KC-4019

293T-CDCP1-High-Cell-Line

40496

Home » 293T-CDCP1-High-Cell-Line

Background of 293T-CDCP1-High-Cell-Line

CDCP1, also known as CD318, encodes a transmembrane protein that contains three extracellular CUB domains and serves as a substrate for Src family kinases. This protein plays a role in tyrosine phosphorylation dependent regulation of cellular events involved in tumor invasion and metastasis.

Specifications

Catalog Number	KC-4019
Cell Line Name	293T-CDCP1-High-Cell-Line
Host Cell Line	293T
Description	Stable 293T clone expressing exogenous CDCP1 gene in high level
Quantity	One vial of frozen cells (≥2-10⁶/vial)
Stability	Stable in culture over a minimum of 10 passages
Application	Drug screening and biological assays
Freezing Medium	70% DMEM + 20% FBS + 10% DMSO
Propagation Medium	DMEM + 10% FBS + 1μg/mL Puromycin
Selection Marker	Puromycin
Morphology	Epithelial
Subculture	Split saturated culture 1:4-1:8 every 2-3 days; seed out at about 1-3 × 10⁵ cells/mL
Incubation	37 °C with 5% CO₂
Storage	Liquid nitrogen immediately upon receiving
Doubling Time	Approximately 30 hours
Mycoplasma Status	Negative
In Vivo Validation	NA

Cell Line Generation

293T-CDCP1-High-cell-line was generated using a lentiviral vector expressing the CDCP1 sequence.

Characterization

Figure 1: Characterization of CDCP1 overexpression in the 293T-CDCP1-High stable clone using FACS.
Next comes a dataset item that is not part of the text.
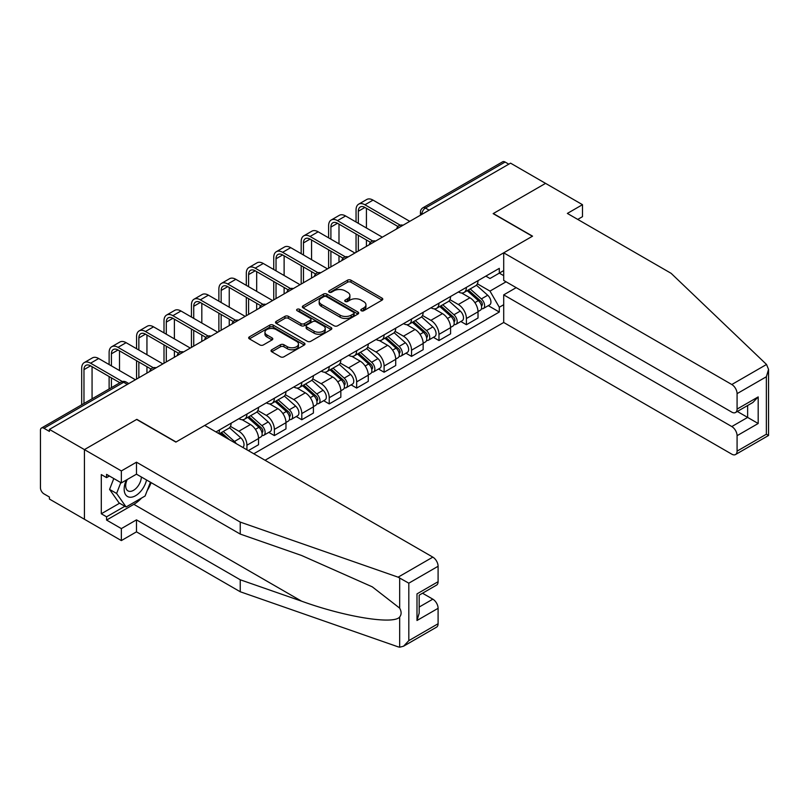 <?xml version="1.0" encoding="UTF-8"?>
<svg xmlns="http://www.w3.org/2000/svg" width="809" height="809" viewBox="0 0 809 809"><rect width="100%" height="100%" fill="white"/><g stroke="black" fill="none" stroke-linecap="round" stroke-linejoin="round"><path stroke-width="1.21" d="M361.289 310.727A1.709 0.991 0 0 0 363.706 310.727L382.05 300.139A2.437 1.406 0 0 0 382.768 299.138A2.437 1.406 0 0 0 382.05 298.147L350.975 280.197A2.437 1.406 0 0 0 347.526 280.197L329.182 290.795A1.709 0.991 0 0 0 328.676 291.493A1.709 0.991 0 0 0 329.182 292.191A1.709 0.991 0 0 0 331.599 292.191L333.975 290.815A7.817 4.51 0 0 1 345.018 290.815L347.607 292.312A7.817 4.51 0 0 1 349.903 295.497A7.817 4.51 0 0 1 347.607 298.693L345.241 300.058A1.709 0.991 0 0 0 344.735 300.756A1.709 0.991 0 0 0 345.241 301.454A1.709 0.991 0 0 0 347.658 301.454L350.024 300.088A7.817 4.51 0 0 1 361.077 300.088L363.666 301.585A7.817 4.51 0 0 1 365.951 304.771A7.817 4.51 0 0 1 363.666 307.956L361.289 309.331A1.709 0.991 0 0 0 360.794 310.029A1.709 0.991 0 0 0 361.289 310.727L361.289 309.331M271.743 349.771A2.437 1.406 0 0 0 271.025 350.762A2.437 1.406 0 0 0 271.743 351.763L280.46 356.799A2.437 1.406 0 0 0 283.908 356.799L304.275 345.038A2.437 1.406 0 0 0 304.993 344.037A2.437 1.406 0 0 0 304.275 343.046L273.209 325.107A2.437 1.406 0 0 0 269.751 325.107L249.384 336.868A2.437 1.406 0 0 0 248.666 337.859A2.437 1.406 0 0 0 249.384 338.86L259.911 344.937A2.437 1.406 0 0 0 263.37 344.937L272.087 339.901A2.437 1.406 0 0 0 272.795 338.91A2.437 1.406 0 0 0 272.087 337.909L266.859 334.896A6.533 3.772 0 0 1 264.947 332.226A6.533 3.772 0 0 1 268.982 328.747A6.533 3.772 0 0 1 276.102 329.566L296.559 341.378A6.533 3.772 0 0 1 298.47 344.037A6.533 3.772 0 0 1 294.436 347.526A6.533 3.772 0 0 1 287.316 346.707L283.908 344.735A2.437 1.406 0 0 0 280.46 344.735L271.743 349.771L271.743 351.763M49.42 429.397L510.56 163.155L545.559 183.37L493.146 213.627L532.362 236.268L176.049 441.987L136.832 419.345L84.419 449.602L49.42 429.397L49.42 431.43L43.969 428.274A4.975 2.872 -120 0 0 41.481 428.032A4.975 2.872 -120 0 0 40.45 430.307L40.45 487.776A4.975 2.872 -120 0 0 43.969 493.874L49.42 497.019L49.42 499.052L84.419 519.257L84.419 449.602L84.419 519.257L121.35 540.584L121.35 528.601L136.478 519.863L136.478 531.847L121.35 540.584M334.147 325.805A2.437 1.406 0 0 0 337.596 325.805L357.972 314.044A2.437 1.406 0 0 0 358.68 313.043A2.437 1.406 0 0 0 357.972 312.041L326.897 294.102A2.437 1.406 0 0 0 323.438 294.102L303.072 305.863A2.437 1.406 0 0 0 302.354 306.864A2.437 1.406 0 0 0 303.072 307.855L334.147 325.805M297.803 311.091A1.709 0.991 0 0 1 299.532 311.334L299.532 309.301L331.124 327.544A2.437 1.406 0 0 1 331.842 328.545A2.437 1.406 0 0 1 331.124 329.536L310.757 341.297A2.437 1.406 0 0 1 307.299 341.297L276.223 323.357L276.223 321.365A2.437 1.406 0 0 0 275.515 322.366A2.437 1.406 0 0 0 276.223 323.357M276.223 321.365L284.95 316.329A2.437 1.406 0 0 1 288.398 316.329L300.999 323.61A2.437 1.406 0 0 0 304.457 323.61L310.231 320.273A2.437 1.406 0 0 0 310.949 319.272A2.437 1.406 0 0 0 310.231 318.271L297.115 310.696A1.709 0.991 0 0 1 296.62 309.999A1.709 0.991 0 0 1 297.672 309.089A1.709 0.991 0 0 1 299.532 309.301M265.039 460.26L503.704 322.478L731.801 454.173A7.463 4.308 -120 0 0 735.533 454.537A7.463 4.308 -120 0 0 737.08 451.129L737.08 435.687A7.463 4.308 -120 0 0 731.801 426.555L747.637 417.414L758.185 423.501L737.08 435.687M429.124 210.168L425.433 208.044A4.975 2.872 60 0 0 422.945 207.792L502.622 161.8A4.975 2.872 60 0 1 505.109 162.043L425.433 208.044A4.975 2.872 120 0 0 421.914 214.132L421.914 214.334M508.8 164.176L505.109 162.043M466.409 287.347A11.437 6.603 60 0 1 464.042 292.474L475.652 285.779A11.437 6.603 -120 0 0 478.018 280.642M449.935 299.664L458.319 304.497A11.437 6.603 60 0 1 466.409 318.513L478.018 311.809A11.437 6.603 -120 0 0 469.928 297.803L461.626 293M478.018 311.809L478.018 318.008L466.409 324.712L460.847 321.497M464.042 292.474A11.437 6.603 60 0 1 458.41 291.958M466.409 318.513L466.409 324.712M438.974 303.183A11.437 6.603 60 0 1 436.607 308.32L448.216 301.615A11.437 6.603 -120 0 0 450.583 296.478M433.412 337.333L438.974 340.549L450.583 333.844L450.583 327.655A11.437 6.603 -120 0 0 442.493 313.639L434.19 308.846M436.607 308.32A11.437 6.603 60 0 1 430.975 307.804M422.5 315.5L430.884 320.344A11.437 6.603 60 0 1 438.974 334.36L438.974 340.549M411.538 319.019A11.437 6.603 60 0 1 409.172 324.156L420.781 317.452A11.437 6.603 -120 0 0 423.147 312.325M405.976 353.179L411.538 356.385L423.147 349.69L423.147 343.491A11.437 6.603 -120 0 0 415.057 329.485L406.755 324.682M409.172 324.156A11.437 6.603 60 0 1 403.539 323.64M395.065 331.346L403.448 336.18A11.437 6.603 60 0 1 411.538 350.196L411.538 356.385M384.103 334.865A11.437 6.603 60 0 1 381.737 340.002L393.346 333.298A11.437 6.603 -120 0 0 395.712 328.161M378.541 369.015L384.103 372.231L395.712 365.526L395.712 359.338A11.437 6.603 -120 0 0 387.622 345.322L379.31 340.528M381.737 340.002A11.437 6.603 60 0 1 376.104 339.487M367.63 347.182L376.013 352.026A11.437 6.603 60 0 1 384.103 366.032L384.103 372.231M356.668 350.702A11.437 6.603 60 0 1 354.302 355.839L365.911 349.134A11.437 6.603 -120 0 0 368.277 343.997M351.106 384.851L356.668 388.067L368.277 381.363L368.277 375.174A11.437 6.603 -120 0 0 360.187 361.158L351.875 356.364M354.302 355.839A11.437 6.603 60 0 1 348.669 355.323M340.195 363.019L348.578 367.862A11.437 6.603 60 0 1 356.668 381.878L356.668 388.067M329.233 366.538A11.437 6.603 60 0 1 326.866 371.675L338.475 364.98A11.437 6.603 -120 0 0 340.842 359.843M323.671 400.698L329.233 403.913L340.842 397.209L340.842 391.01A11.437 6.603 -120 0 0 332.752 377.004L324.439 372.201M326.866 371.675A11.437 6.603 60 0 1 321.234 371.159M312.759 378.865L321.143 383.699A11.437 6.603 60 0 1 329.233 397.715L329.233 403.913M301.797 382.384A11.437 6.603 60 0 1 299.431 387.521L311.03 380.817A11.437 6.603 -120 0 0 313.407 375.679M296.236 416.534L301.797 419.75L313.407 413.045L313.407 406.856A11.437 6.603 -120 0 0 305.317 392.84L297.004 388.047M299.431 387.521A11.437 6.603 60 0 1 293.798 387.005M285.324 394.701L293.707 399.545A11.437 6.603 60 0 1 301.797 413.551L301.797 419.75M274.362 398.22A11.437 6.603 60 0 1 271.996 403.357L283.595 396.653A11.437 6.603 -120 0 0 285.971 391.526M268.79 432.38L274.362 435.586L285.971 428.891L285.971 422.692A11.437 6.603 -120 0 0 277.881 408.676L269.569 403.883M271.996 403.357A11.437 6.603 60 0 1 266.363 402.842M257.889 410.547L266.272 415.381A11.437 6.603 60 0 1 274.362 429.397L274.362 435.586M246.927 414.066A11.437 6.603 60 0 1 244.551 419.204L256.16 412.499A11.437 6.603 -120 0 0 258.536 407.362M248.333 450.613L258.536 444.728L258.536 438.539A11.437 6.603 -120 0 0 250.446 424.523L242.134 419.729M244.551 419.204A11.437 6.603 60 0 1 238.918 418.678M230.454 426.383L238.837 431.227A11.437 6.603 60 0 1 246.927 445.233L246.927 449.804M219.239 433.816L228.725 428.335A11.437 6.603 -120 0 0 231.091 423.198M219.492 429.903A11.437 6.603 60 0 1 218.642 433.472M503.704 275.667L499.305 273.129L489.981 278.508L485.845 276.122M477.381 283.817L489.981 291.098L506.07 281.805M503.704 304.71L499.305 307.248L489.981 291.098M253.783 453.768L499.305 312.021L499.305 307.248M503.704 270.59L499.305 273.129L499.305 268.355L215.973 431.935M488.282 305.66L499.305 312.021M361.977 310.969L363.666 309.989A7.817 4.51 0 0 0 365.951 306.803L365.951 304.771M349.903 295.497L349.903 297.53A7.817 4.51 0 0 1 347.607 300.726L345.918 301.696M382.02 300.149L350.975 282.23A2.437 1.406 0 0 0 347.526 282.23L329.87 292.423M357.932 314.054L326.897 296.134A2.437 1.406 0 0 0 323.438 296.134L303.102 307.875M353.654 313.74A1.709 0.991 0 0 0 354.15 313.043A1.709 0.991 0 0 0 353.654 312.345L326.381 296.6A1.709 0.991 0 0 0 323.964 296.6L321.456 298.046A7.817 4.51 0 0 0 319.171 301.231A7.817 4.51 0 0 0 321.456 304.417L340.104 315.186A7.817 4.51 0 0 0 351.146 315.186L353.654 313.74L353.654 315.773A1.709 0.991 0 0 0 354.15 315.075L354.15 313.043M319.171 301.231L319.171 303.264A7.817 4.51 0 0 0 321.456 306.449L321.456 304.417M353.654 315.773L351.146 317.219A7.817 4.51 0 0 1 340.104 317.219L321.456 306.449M276.263 323.378L284.95 318.362L284.95 316.329M310.949 319.272L310.949 321.304A2.437 1.406 0 0 1 310.231 322.295L304.457 325.643A2.437 1.406 0 0 1 300.999 325.643L288.398 318.362A2.437 1.406 0 0 0 284.95 318.362M299.532 311.334L331.093 329.556M314.074 331.154A6.533 3.772 0 0 0 321.193 331.973A6.533 3.772 0 0 0 325.228 328.494A6.533 3.772 0 0 0 323.317 325.825L316.107 321.669A2.437 1.406 0 0 0 312.648 321.669L306.874 325.006A2.437 1.406 0 0 0 306.156 325.997A2.437 1.406 0 0 0 306.874 326.998L314.074 331.154L314.074 333.187A6.533 3.772 0 0 0 321.193 334.006A6.533 3.772 0 0 0 325.228 330.517L325.228 328.494M306.156 325.997L306.156 328.029A2.437 1.406 0 0 0 306.874 329.03L306.874 326.998M314.074 333.187L306.874 329.03M298.47 344.037L298.47 346.07A6.533 3.772 0 0 1 294.436 349.549A6.533 3.772 0 0 1 287.316 348.74L283.908 346.768A2.437 1.406 0 0 0 280.46 346.768L271.773 351.784M264.947 332.226L264.947 334.259A6.533 3.772 0 0 0 266.859 336.928L266.859 334.896M272.057 339.922L266.859 336.928M304.245 345.059L273.209 327.129A2.437 1.406 0 0 0 269.751 327.129L249.415 338.88M467.208 290.653L478.382 300.624A6.219 3.59 60 0 1 480.344 310.241L478.018 311.586M467.501 290.916L472.769 293.95M468.33 289.996L480.779 301.1A2.983 1.719 60 0 1 481.709 305.721A2.983 1.719 60 0 1 481.436 305.822M470.201 288.924L481.375 298.905A6.219 3.59 60 0 1 483.327 308.512A6.219 3.59 60 0 1 481.446 308.714M476.43 285.183L487.706 295.245A6.219 3.59 60 0 1 489.657 304.862L483.327 308.512M358.336 223.324L358.336 211.24A9.324 5.39 60 0 1 360.268 206.973A9.324 5.39 60 0 1 364.94 207.428L397.957 226.5M409.779 221.342L373.03 200.116A12.56 7.251 -120 0 0 366.75 199.499L358.65 204.171A12.56 7.251 -120 0 0 356.051 209.915L356.051 222M400.233 225.165L364.94 204.788A12.56 7.251 -120 0 0 358.65 204.171M356.051 233.983L356.051 252.357M358.336 251.043L358.336 235.308M366.426 246.371L366.426 239.97M366.426 227.996L366.426 208.297M439.772 306.49L450.947 316.471A6.219 3.59 60 0 1 452.898 326.088L450.583 327.423M440.066 306.753L445.334 309.796M440.895 305.842L453.343 316.946A2.983 1.719 60 0 1 454.274 321.557A2.983 1.719 60 0 1 454.001 321.669M442.756 304.771L453.94 314.741A6.219 3.59 60 0 1 455.892 324.358A6.219 3.59 60 0 1 454.011 324.561M448.995 301.019L460.27 311.091A6.219 3.59 60 0 1 462.222 320.698L455.892 324.358M412.337 322.336L423.512 332.307A6.219 3.59 60 0 1 425.463 341.924L423.147 343.259M412.63 322.599L417.889 325.633M413.46 321.679L425.898 332.782A2.983 1.719 60 0 1 426.839 337.393A2.983 1.719 60 0 1 426.565 337.505M415.32 320.607L426.505 330.578A6.219 3.59 60 0 1 428.457 340.195A6.219 3.59 60 0 1 426.576 340.397M421.56 316.865L432.835 326.927A6.219 3.59 60 0 1 434.787 336.544L428.457 340.195M766.528 364.475L768.55 369.389L766.366 376.751L737.08 393.649A7.463 4.308 -120 0 0 731.801 384.518L766.528 364.475L671.126 273.331L567.362 213.424L582.49 204.687L545.559 183.37L493.318 213.525L532.544 236.167L503.704 252.823L731.801 384.518M582.49 204.687L582.49 216.67L577.737 219.411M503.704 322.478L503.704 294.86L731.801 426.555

Figure 2: Characterization of CDCP1 in the 293T-CDCP1 stable clone using PCR sequencing.

Cell Resuscitation

Prewarm culture medium (DMEM supplemented with 10% FBS and 1μg/mL puromycin)in a 37°C water bath.
Thaw the frozen vial in a 37°C water bath for 1-2 minutes.
Transfer the vial into biosafety cabinet, and wipe the surface with 70% ethanol.
Unscrew the top of the vial and transfer the cell suspension gently into a sterile centrifuge tube containing 9.0mL complete culture medium.
Spin at ~ 125 × g for 5-7 minutes at room temperature, and discard the supernatant without disturbing the pellet.
Resuspend cell pellet with the appropriate volume of complete medium and transfer the cell suspension into a T25 culture flask.
Incubate the flask at 37°C, 5% CO₂ incubator.
Split saturated culture 1:4-1:8 every 2-3 days; seed out at about 1-3 × 10⁵ cells/mL.

Cell Freezing

Prepare the freezing medium (70% DMEM + 20% FBS + 10% DMSO) fresh immediately before use.
Keep the freezing medium on ice and label cryovials.
Transfer cells to a sterile, conical centrifuge tube, and count the cells.
Centrifuge the cells at 250×g for 5 minutes at room temperature and carefully aspirate off the medium.
Resuspend the cells at a density of at least 3×10⁶ cells/mL in chilled freezing medium.
Aliquot 1 mL of the cell suspension into each cryovial.
Freeze cells in the CoolCell freezing container overnight in a -80°C freezer.
Transfer vials to liquid nitrogen for long-term storage

References

Qi X, Gao J, Li Z, Zhang G, Li J, Fu Y, Cai M, Wang H, Tong T. CDCP1: A promising diagnostic biomarker and therapeutic target for human cancer. Life Sci. 2022 Jul 15;301:120600. doi: 10.1016/j.lfs.2022.120600. Epub 2022 May 2. PMID: 35504333.
Lim SA, Zhou J, Martinko AJ, Wang YH, Filippova EV, Steri V, Wang D, Remesh SG, Liu J, Hann B, Kossiakoff AA, Evans MJ, Leung KK, Wells JA. Targeting a proteolytic neoepitope on CUB domain containing protein 1 (CDCP1) for RAS-driven cancers. J Clin Invest. 2022 Feb 15;132(4):e154604. doi: 10.1172/JCI154604. PMID: 35166238; PMCID: PMC8843743.

Use License Agreement

Research Use Only.

Not for use in diagnostic procedures or therapeutic applications.

Redistribution of the cell line or its derivatives is prohibited without prior written permission from Kyinno Biotechnology.